## WHAT TO WORK ON
Word for word, and without a single picture, repeat the entries.
....
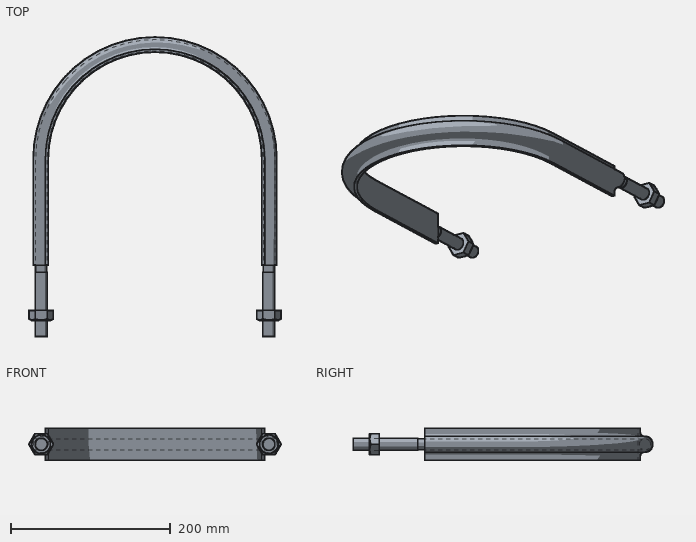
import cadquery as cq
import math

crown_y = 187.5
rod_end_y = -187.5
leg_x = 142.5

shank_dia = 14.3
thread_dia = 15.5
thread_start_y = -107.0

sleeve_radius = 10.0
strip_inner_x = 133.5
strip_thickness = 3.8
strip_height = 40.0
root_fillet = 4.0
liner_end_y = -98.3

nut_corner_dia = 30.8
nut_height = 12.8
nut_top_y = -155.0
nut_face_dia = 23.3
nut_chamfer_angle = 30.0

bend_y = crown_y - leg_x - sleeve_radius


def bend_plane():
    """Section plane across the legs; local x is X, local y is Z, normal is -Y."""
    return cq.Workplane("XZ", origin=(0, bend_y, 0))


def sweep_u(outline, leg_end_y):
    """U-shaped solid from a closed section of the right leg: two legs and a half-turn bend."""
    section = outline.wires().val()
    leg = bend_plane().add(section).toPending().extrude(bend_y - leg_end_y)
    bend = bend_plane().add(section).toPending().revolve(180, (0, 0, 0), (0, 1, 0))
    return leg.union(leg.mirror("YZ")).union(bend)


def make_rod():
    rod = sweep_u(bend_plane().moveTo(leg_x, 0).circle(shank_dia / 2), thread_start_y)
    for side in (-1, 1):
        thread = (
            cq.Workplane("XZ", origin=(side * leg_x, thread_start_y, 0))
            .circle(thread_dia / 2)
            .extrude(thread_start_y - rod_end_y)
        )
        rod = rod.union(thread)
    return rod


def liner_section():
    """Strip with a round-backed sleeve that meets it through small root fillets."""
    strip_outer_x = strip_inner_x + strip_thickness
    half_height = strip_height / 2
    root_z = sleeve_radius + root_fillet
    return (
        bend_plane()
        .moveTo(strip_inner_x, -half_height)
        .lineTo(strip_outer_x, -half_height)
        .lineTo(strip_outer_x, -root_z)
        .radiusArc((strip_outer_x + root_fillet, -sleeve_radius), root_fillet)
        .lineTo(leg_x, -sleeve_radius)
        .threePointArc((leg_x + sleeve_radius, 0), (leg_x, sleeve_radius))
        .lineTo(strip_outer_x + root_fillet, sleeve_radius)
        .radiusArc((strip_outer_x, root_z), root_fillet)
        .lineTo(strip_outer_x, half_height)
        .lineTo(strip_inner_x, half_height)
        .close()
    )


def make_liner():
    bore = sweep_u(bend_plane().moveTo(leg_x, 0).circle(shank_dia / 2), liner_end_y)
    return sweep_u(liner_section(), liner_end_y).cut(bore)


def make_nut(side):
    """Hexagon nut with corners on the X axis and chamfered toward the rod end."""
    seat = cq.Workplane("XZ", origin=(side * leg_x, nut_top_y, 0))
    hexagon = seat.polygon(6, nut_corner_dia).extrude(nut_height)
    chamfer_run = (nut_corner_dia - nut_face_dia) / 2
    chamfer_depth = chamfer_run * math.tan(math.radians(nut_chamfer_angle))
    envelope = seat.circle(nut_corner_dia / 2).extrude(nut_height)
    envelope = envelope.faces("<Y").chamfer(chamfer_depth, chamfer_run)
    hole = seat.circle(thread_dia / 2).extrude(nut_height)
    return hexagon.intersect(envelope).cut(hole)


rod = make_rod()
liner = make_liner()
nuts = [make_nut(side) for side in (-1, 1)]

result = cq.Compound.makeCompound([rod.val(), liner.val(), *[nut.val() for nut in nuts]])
....
## RESPONSE FOR THIS EXERCISE
import cadquery as cq
import math

crown_y = 187.5
rod_end_y = -187.5
leg_x = 142.5

shank_dia = 14.3
thread_dia = 15.5
thread_start_y = -107.0

sleeve_radius = 10.0
strip_inner_x = 133.5
strip_thickness = 3.8
strip_height = 40.0
root_fillet = 4.0
liner_end_y = -98.3

nut_corner_dia = 30.8
nut_height = 12.8
nut_top_y = -155.0
nut_face_dia = 23.3
nut_chamfer_angle = 30.0

bend_y = crown_y - leg_x - sleeve_radius


def bend_plane():
    """Section plane across the legs; local x is X, local y is Z, normal is -Y."""
    return cq.Workplane("XZ", origin=(0, bend_y, 0))


def sweep_u(outline, leg_end_y):
    """U-shaped solid from a closed section of the right leg: two legs and a half-turn bend."""
    section = outline.wires().val()
    leg = bend_plane().add(section).toPending().extrude(bend_y - leg_end_y)
    bend = bend_plane().add(section).toPending().revolve(180, (0, 0, 0), (0, 1, 0))
    return leg.union(leg.mirror("YZ")).union(bend)


def make_rod():
    rod = sweep_u(bend_plane().moveTo(leg_x, 0).circle(shank_dia / 2), thread_start_y)
    for side in (-1, 1):
        thread = (
            cq.Workplane("XZ", origin=(side * leg_x, thread_start_y, 0))
            .circle(thread_dia / 2)
            .extrude(thread_start_y - rod_end_y)
        )
        rod = rod.union(thread)
    return rod


def liner_section():
    """Strip with a round-backed sleeve that meets it through small root fillets."""
    strip_outer_x = strip_inner_x + strip_thickness
    half_height = strip_height / 2
    root_z = sleeve_radius + root_fillet
    return (
        bend_plane()
        .moveTo(strip_inner_x, -half_height)
        .lineTo(strip_outer_x, -half_height)
        .lineTo(strip_outer_x, -root_z)
        .radiusArc((strip_outer_x + root_fillet, -sleeve_radius), root_fillet)
        .lineTo(leg_x, -sleeve_radius)
        .threePointArc((leg_x + sleeve_radius, 0), (leg_x, sleeve_radius))
        .lineTo(strip_outer_x + root_fillet, sleeve_radius)
        .radiusArc((strip_outer_x, root_z), root_fillet)
        .lineTo(strip_outer_x, half_height)
        .lineTo(strip_inner_x, half_height)
        .close()
    )


def make_liner():
    bore = sweep_u(bend_plane().moveTo(leg_x, 0).circle(shank_dia / 2), liner_end_y)
    return sweep_u(liner_section(), liner_end_y).cut(bore)


def make_nut(side):
    """Hexagon nut with corners on the X axis and chamfered toward the rod end."""
    seat = cq.Workplane("XZ", origin=(side * leg_x, nut_top_y, 0))
    hexagon = seat.polygon(6, nut_corner_dia).extrude(nut_height)
    chamfer_run = (nut_corner_dia - nut_face_dia) / 2
    chamfer_depth = chamfer_run * math.tan(math.radians(nut_chamfer_angle))
    envelope = seat.circle(nut_corner_dia / 2).extrude(nut_height)
    envelope = envelope.faces("<Y").chamfer(chamfer_depth, chamfer_run)
    hole = seat.circle(thread_dia / 2).extrude(nut_height)
    return hexagon.intersect(envelope).cut(hole)


rod = make_rod()
liner = make_liner()
nuts = [make_nut(side) for side in (-1, 1)]

result = cq.Compound.makeCompound([rod.val(), liner.val(), *[nut.val() for nut in nuts]])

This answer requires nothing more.